WHAT YOU ARE ASKED TO DO = Please copy every line with the string "version" from the entries below.

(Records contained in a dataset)
• • • • • • •
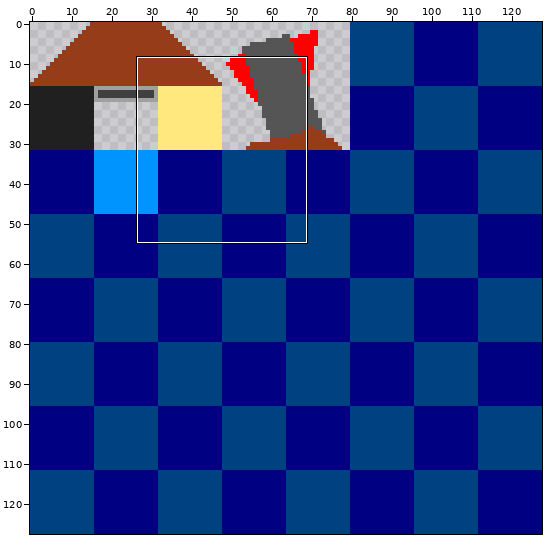
Sprite sheet -- src/media/textures.png. Above, an overview of the earlier version with the close-up marked.
Close-up. Old version:
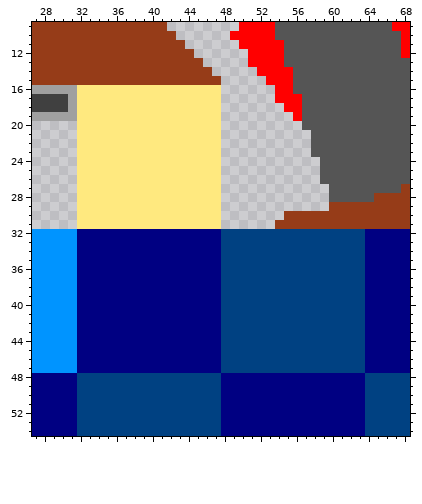
The file is 128x128 pixels. Shown: x 27..68, y 9..54.
Now the later version:
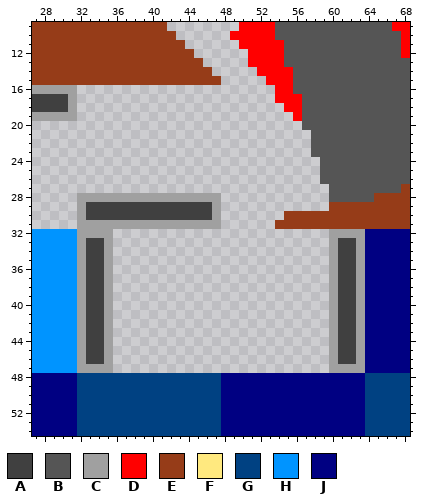
Palette (. is transparent): A #404040  B #555555  C #a0a0a0  D #ff0000  E #963c18  F #ffe97f  G #004182  H #0094ff  J #000082
What changed:
@@ x 27..68 @@
 15 EEEEEEEEEEEEEEEEEEEEE.....DDDBBBBBBBBBBBBB
-16 CCCCCFFFFFFFFFFFFFFFF......DDBBBBBBBBBBBBB
-17 AAAACFFFFFFFFFFFFFFFF......DDDBBBBBBBBBBBB
-18 AAAACFFFFFFFFFFFFFFFF.......DDBBBBBBBBBBBB
-19 CCCCCFFFFFFFFFFFFFFFF........DBBBBBBBBBBBB
-20 .....FFFFFFFFFFFFFFFF.........BBBBBBBBBBBB
-21 .....FFFFFFFFFFFFFFFF..........BBBBBBBBBBB
-22 .....FFFFFFFFFFFFFFFF..........BBBBBBBBBBB
-23 .....FFFFFFFFFFFFFFFF..........BBBBBBBBBBB
-24 .....FFFFFFFFFFFFFFFF...........BBBBBBBBBB
-25 .....FFFFFFFFFFFFFFFF...........BBBBBBBBBB
-26 .....FFFFFFFFFFFFFFFF...........BBBBBBBBBB
-27 .....FFFFFFFFFFFFFFFF............BBBBBBBBE
-28 .....FFFFFFFFFFFFFFFF............BBBBBEEEE
-29 .....FFFFFFFFFFFFFFFF............EEEEEEEEE
-30 .....FFFFFFFFFFFFFFFF.......EEEEEEEEEEEEEE
-31 .....FFFFFFFFFFFFFFFF......EEEEEEEEEEEEEEE
-32 HHHHHJJJJJJJJJJJJJJJJGGGGGGGGGGGGGGGGJJJJJ
-33 HHHHHJJJJJJJJJJJJJJJJGGGGGGGGGGGGGGGGJJJJJ
-34 HHHHHJJJJJJJJJJJJJJJJGGGGGGGGGGGGGGGGJJJJJ
-35 HHHHHJJJJJJJJJJJJJJJJGGGGGGGGGGGGGGGGJJJJJ
-36 HHHHHJJJJJJJJJJJJJJJJGGGGGGGGGGGGGGGGJJJJJ
-37 HHHHHJJJJJJJJJJJJJJJJGGGGGGGGGGGGGGGGJJJJJ
-38 HHHHHJJJJJJJJJJJJJJJJGGGGGGGGGGGGGGGGJJJJJ
-39 HHHHHJJJJJJJJJJJJJJJJGGGGGGGGGGGGGGGGJJJJJ
-40 HHHHHJJJJJJJJJJJJJJJJGGGGGGGGGGGGGGGGJJJJJ
-41 HHHHHJJJJJJJJJJJJJJJJGGGGGGGGGGGGGGGGJJJJJ
-42 HHHHHJJJJJJJJJJJJJJJJGGGGGGGGGGGGGGGGJJJJJ
-43 HHHHHJJJJJJJJJJJJJJJJGGGGGGGGGGGGGGGGJJJJJ
-44 HHHHHJJJJJJJJJJJJJJJJGGGGGGGGGGGGGGGGJJJJJ
-45 HHHHHJJJJJJJJJJJJJJJJGGGGGGGGGGGGGGGGJJJJJ
-46 HHHHHJJJJJJJJJJJJJJJJGGGGGGGGGGGGGGGGJJJJJ
-47 HHHHHJJJJJJJJJJJJJJJJGGGGGGGGGGGGGGGGJJJJJ
+16 CCCCC......................DDBBBBBBBBBBBBB
+17 AAAAC......................DDDBBBBBBBBBBBB
+18 AAAAC.......................DDBBBBBBBBBBBB
+19 CCCCC........................DBBBBBBBBBBBB
+20 ..............................BBBBBBBBBBBB
+21 ...............................BBBBBBBBBBB
+22 ...............................BBBBBBBBBBB
+23 ...............................BBBBBBBBBBB
+24 ................................BBBBBBBBBB
+25 ................................BBBBBBBBBB
+26 ................................BBBBBBBBBB
+27 .................................BBBBBBBBE
+28 .....CCCCCCCCCCCCCCCC............BBBBBEEEE
+29 .....CAAAAAAAAAAAAAAC............EEEEEEEEE
+30 .....CAAAAAAAAAAAAAAC.......EEEEEEEEEEEEEE
+31 .....CCCCCCCCCCCCCCCC......EEEEEEEEEEEEEEE
+32 HHHHHCCCC........................CCCCJJJJJ
+33 HHHHHCAAC........................CAACJJJJJ
+34 HHHHHCAAC........................CAACJJJJJ
+35 HHHHHCAAC........................CAACJJJJJ
+36 HHHHHCAAC........................CAACJJJJJ
+37 HHHHHCAAC........................CAACJJJJJ
+38 HHHHHCAAC........................CAACJJJJJ
+39 HHHHHCAAC........................CAACJJJJJ
+40 HHHHHCAAC........................CAACJJJJJ
+41 HHHHHCAAC........................CAACJJJJJ
+42 HHHHHCAAC........................CAACJJJJJ
+43 HHHHHCAAC........................CAACJJJJJ
+44 HHHHHCAAC........................CAACJJJJJ
+45 HHHHHCAAC........................CAACJJJJJ
+46 HHHHHCAAC........................CAACJJJJJ
+47 HHHHHCCCC........................CCCCJJJJJ
 48 JJJJJGGGGGGGGGGGGGGGGJJJJJJJJJJJJJJJJGGGGG
• • • • • • •
SOLUTION FOR THIS PROBLEM =
Sprite sheet -- src/media/textures.png. Above, an overview of the earlier version with the close-up marked.
Close-up. Old version:
Now the later version:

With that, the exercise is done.